# WHAT IS BEING ASKED:
Counting only lines below that hold "from", give the total alone.

# MATERIAL SUPPLIED:
----
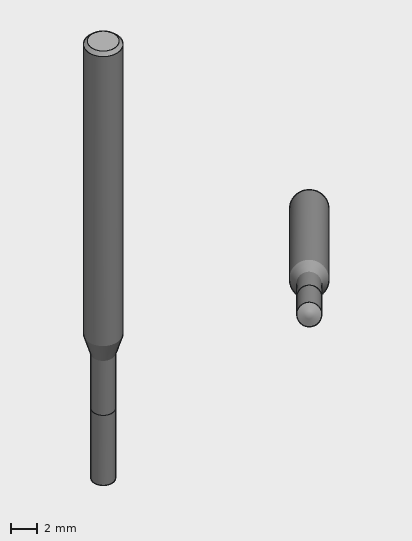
import cadquery as cq
import math

overall_length = 43.0
shank_diameter = 3.0
shank_chamfer = 0.3
shank_start = 14.4
neck_start = 12.5
cutter_length = 7.2
cutter_diameter = 1.9
neck_diameter = cutter_diameter
point_angle = 140.0

shank_radius = shank_diameter / 2
neck_radius = neck_diameter / 2
cutter_radius = cutter_diameter / 2
point_height = cutter_radius / math.tan(math.radians(point_angle / 2))


def revolve_profile(plane, points):
    """Turn a closed (radius, height) profile about the tool axis."""
    return cq.Workplane(plane).polyline(points).close().revolve(360, (0, 0), (0, 1))


def make_shank():
    """Chamfered shank, taper and neck, turned from the -Y side."""
    profile = [
        (0, cutter_length),
        (-neck_radius, cutter_length),
        (-neck_radius, neck_start),
        (-shank_radius, shank_start),
        (-shank_radius, overall_length - shank_chamfer),
        (-(shank_radius - shank_chamfer), overall_length),
        (0, overall_length),
    ]
    return revolve_profile("YZ", profile)


def make_cutter():
    """Plain cutting length with a conical point, turned from the -X side."""
    profile = [
        (0, 0),
        (-cutter_radius, point_height),
        (-cutter_radius, cutter_length),
        (0, cutter_length),
    ]
    return revolve_profile("XZ", profile)


shank = make_shank()
cutter = make_cutter()

result = cq.Compound.makeCompound([shank.val(), cutter.val()])
----
# OUTPUT BELOW:
2